Docker has spent the last 18 months building a "interoperable, consistent format" for containers, CEO Ben Golub said in a blog post Tuesday. With the new funding, Docker plans to develop support for apps that run across multiple Docker containers, he said.

[Related: VMware Shows Its Plan For Container Tech With 'Project Fargo,' Google And Docker Partnerships ]

"Look for significant advances in orchestration, clustering, scheduling, storage and networking" to enable this type of support, Golub said in the blog post.

Another huge benefit of containers is that they can be easily moved around without having to worry about infrastructure dependencies.
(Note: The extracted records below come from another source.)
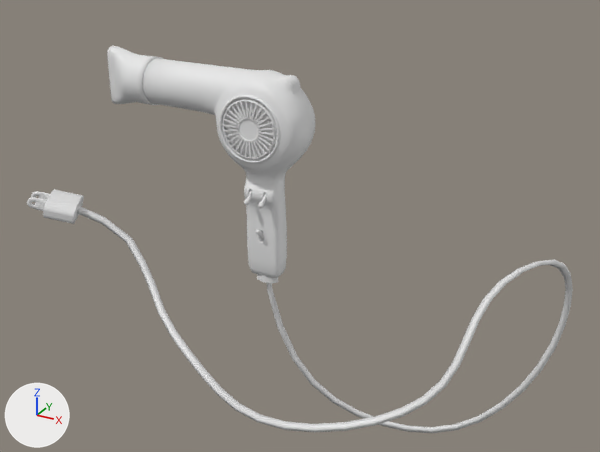
One commit to the Blender file Modellazione/Assets_Library/Room_Phon_Type_001.blend: the scene before it, then after it.
One viewpoint serves both versions: a 50 mm camera at (70.1, -115.2, 68.9) aimed at (9.0, -4.2, 13.4). The axes (+X, +Y, +Z) are drawn at lower left. The lights are the same throughout. The picture after the commit comes second.

In view in the first picture: 'Phon'.
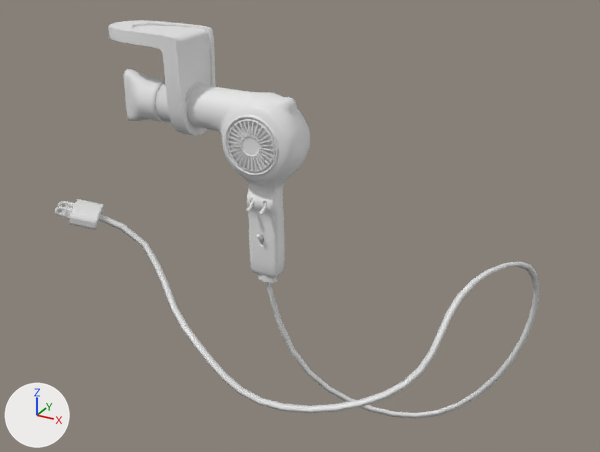
Location of each change, (x1, y1, x2, y2) in pixels of the pictures (600 x 452 px):
'Phon', rescaled (11% narrower, 10% shorter)
    before: (27, 46, 573, 433)
    after: (55, 69, 540, 419)
'Porta Phon', added
    after: (108, 20, 216, 136)

Edits to the bpy script that builds the scene:
```text
Add me_cylinder:
    me_cylinder.from_pydata(...)  # 330 vertices, 330 faces; spans x -14.5..1.3, y -4.8..4.8, z -4.6..11.7
    me_cylinder.polygons.foreach_set('use_smooth', [True] * 330)
    me_cylinder.materials.append(mat_material)  # its picture is missing
Change ob_phon:
    ob_phon.scale: (1.0, 1.0, 1.0) -> (0.9, 0.9, 0.9)
Add ob_porta_phon:
    ob_porta_phon = bpy.data.objects.new('Porta Phon', me_cylinder)
    ob_porta_phon.location = (-14.7, 0.0, 29.8)
    ob_porta_phon.scale = (1.11, 1.11, 1.11)
```
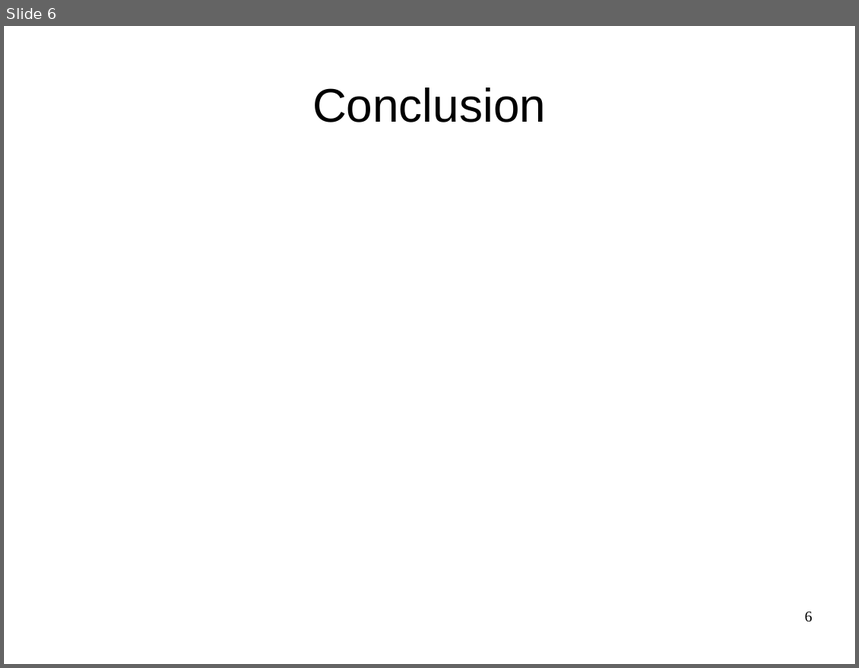
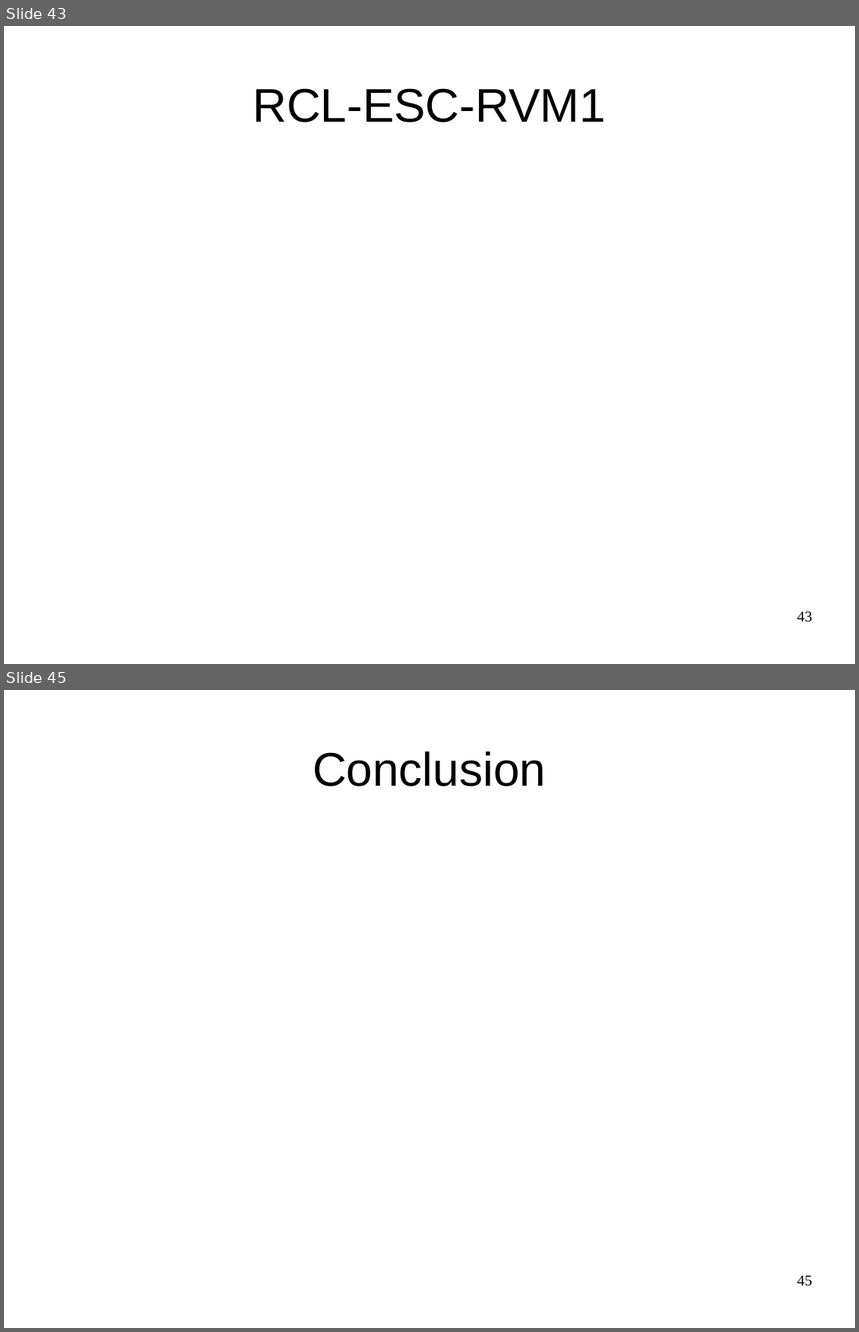
Before and after one commit to RascalSeniorDesign/Preliminary-Design, a slide deck: CMQA/Presentations/SRR Presentation.ppt. Shown one above the other, each under a label of ours: slide 6 before the commit, slides 43 and 45 after it; the slides between them are not shown. The pictures are 859x668 and 859x1332 pixels, drawn with LibreOffice and Linux fonts; fonts in the diff are those of the drawing; background and template pictures are left out. Boxes give left, top, right and bottom in pixels: in the first picture for what was removed or moved away, otherwise in the second. Text is boxed around its words. In the diff, an @@ line names an element or a change of style, - is before the commit and + after.

```diff
--- a/CMQA/Presentations/SRR Presentation.ppt
+++ b/CMQA/Presentations/SRR Presentation.ppt
@@ slide 43 added at box(4, 26, 855, 664), background picture (left out) @@
@@ title added at box(253, 88, 605, 123), 44 pt, text #000000 @@
+RCL-ESC-RVM1
@@ page number added at box(797, 612, 813, 623), 14 pt, text #000000 @@
+43
@@ what was slide 6 is now slide 45 @@
@@ page number at box(797, 1276, 813, 1287): text changed @@
-6
+45
```
Also in this commit, not shown: 39 other slides added, 1 slide removed, 1 other file.

This makes them a key technology for "devops," a term that describes the increasing cooperation between developers and operations staff in organizations.

CloudLink, an Ottawa, Canada-based firm that partners with several enterprise vendors, has been working on technology that encrypts data in Docker containers.

Jonathan Reeves, chief strategy officer at CloudLink, said Docker's popularity stems in large part from its ability to speed the application development process. Containers make it possible to move code quickly from development, staging, testing and into production, he said.

Docker has emerged as a potential threat to VMware's dominance server virtualization market. But last month, VMware unveiled Project Fargo, an R&D project that aims to combine the speed and convenience of containers with the security and management benefits of virtual machines.

VMware says containers running in virtual machines can address the needs of its regulated enterprise customers. That may be true, but Docker is already in widespread use in enterprises, so it's an open question whether they'll be willing to embrace the Project Fargo technology.

One VMware partner, who spoke on condition of anonymity to protect his relationship with the vendor, recently started working with Docker on some OpenStack-related projects.

Docker containers are useful primarily because most application development is done on Linux, but also because they give developers more flexibility than they'd have with virtual machines, the partner said.

"The development community will be all over this because it's a path to get out of the vendor-lock in with VMware," the partner said.

Docker's Series C funding round was led by new investor Sequoia Capital with participation from existing investors Benchmark, Greylock Partners, Insight Ventures, Trinity Ventures and Jerry Yang. Docker raised $15 million in a Series B round in January.

Bill Coughran, the senior vice president of engineering at Google, who joined Sequoia in 2011, is also joining Docker's board of directors.